When Matt Hancock announced in April that care workers were to receive a green badge to offer them the same recognition as is enjoyed by those working for the NHS, the government might have thought its job at appearing to appreciate the care sector as much as the NHS was done. Referring to a lapel pin with the word “CARE” on it, the health secretary claimed it was a “badge of honour” to allow social care staff to “proudly and publicly identify themselves, just like NHS staff do with that famous blue and white logo”.

In reality, two months has passed and care workers feel far from on equal footing with people working in the NHS. Take a look at immigration policy. The bereavement scheme offering indefinite leave to remain to the families of workers who die as a result of contracting coronavirus was only extended to all health and care workers after intense public pressure, as was the decision to drop the NHS surcharge. More concerning, care workers are still excluded from the government’s offer of free automatic visa extensions to health workers, despite facing the brunt of the crisis.

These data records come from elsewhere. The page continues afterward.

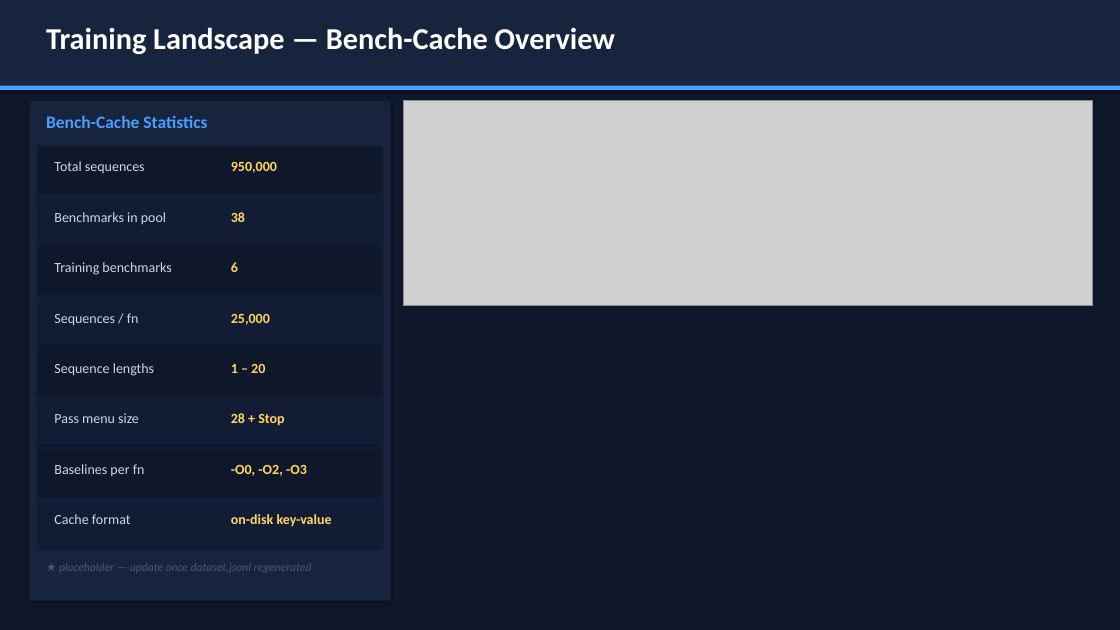
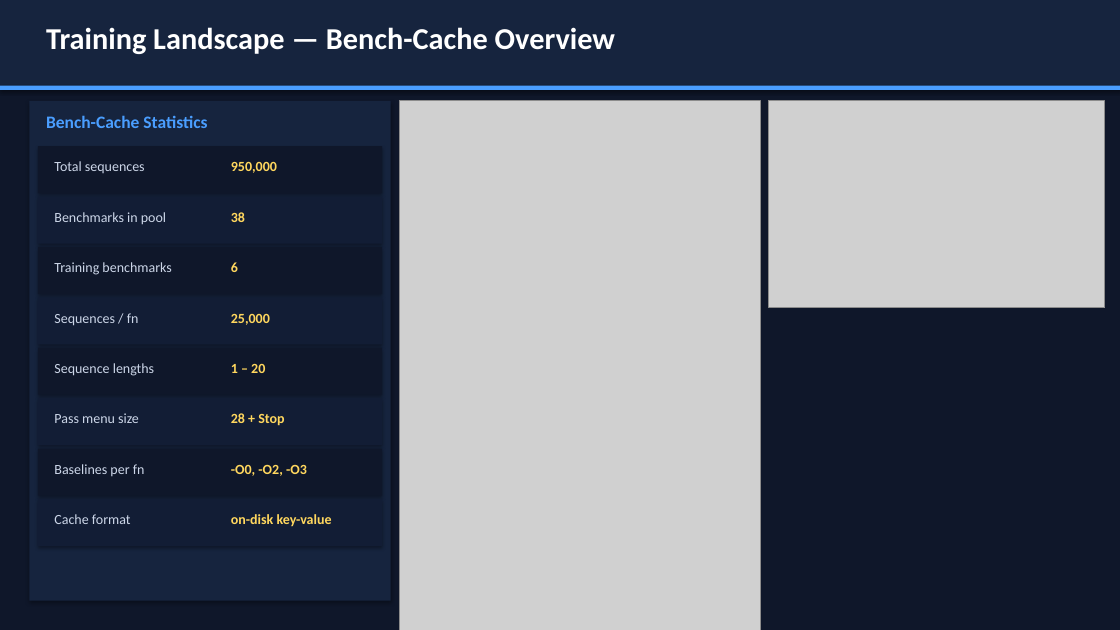
Before and after one commit to eblack-leaf/llvm-lstm, a slide deck: slide 6 of presentation.pptx. Drawn at 1120x630 pixels with LibreOffice and Linux fonts; fonts in the diff are those of the drawing; grey boxes stand for pictures. Boxes give left, top, right and bottom in pixels: in the first picture for what was removed or moved away, otherwise in the second. Text is boxed around its words. In the diff, an @@ line names an element or a change of style, - is before the commit and + after.

```diff
--- a/presentation.pptx
+++ b/presentation.pptx
@@ picture added at (x1=399, y1=101, x2=760, y2=630) @@
@@ picture resized from (x1=403, y1=101, x2=1092, y2=306) to (x1=769, y1=101, x2=1105, y2=308) @@
@@ text removed at (x1=59, y1=563, x2=312, y2=573) @@
-★ placeholder — update once dataset.jsonl regenerated
```
Also in this commit, not shown: 7 other slides changed, 3 slides added, 4 other files.

It is important to not hear that this is not just an issue of the care sector being inadvertently sidelined, it is a demonstration of the different value the government places on the so-called “skilled” compared with the so-called “unskilled” worker. As well as care workers, nursing assistants, hospital porters and hospital cleaners – all of whom are exposed to the risk of coronavirus at work and whose work is essential to fighting the pandemic – have been excluded from the visa extension scheme.

Take Arun Kumar, a nursing assistant at Bart’s hospital who is required to roll Covid patients over every few hours, and has been vomited on while doing so. Or Nana, who works in a dementia ward and was early on in the pandemic caring for Covid positive patients without PPE. They are two examples of the many health workers who are struggling to save up thousands of pounds to continue their stay in the UK, all the while putting their heart and soul into the crucial work they are doing.

Cross-party MPs made their disapproval of this disparity clear in a report published by the Home Affairs Select Committee on Monday, which argued that making the lowest paid workers pay thousands of pounds during the crisis when they are helping and caring for everyone else was “unfair and wrong”, and called on ministers to ensure all measures of support for health workers applied to all frontline staff equally, irrespective of grade or job title.

But while ministers were quick to U-turn following anger over the bereavement scheme and the NHS surcharge, they are proving less willing to budge on visa extensions. The question is whether this unwillingness to show these workers that they are valued and ensure they aren’t priced out of living in Britain will ultimately lead to gaping holes in the health and care systems at a time when we need them most.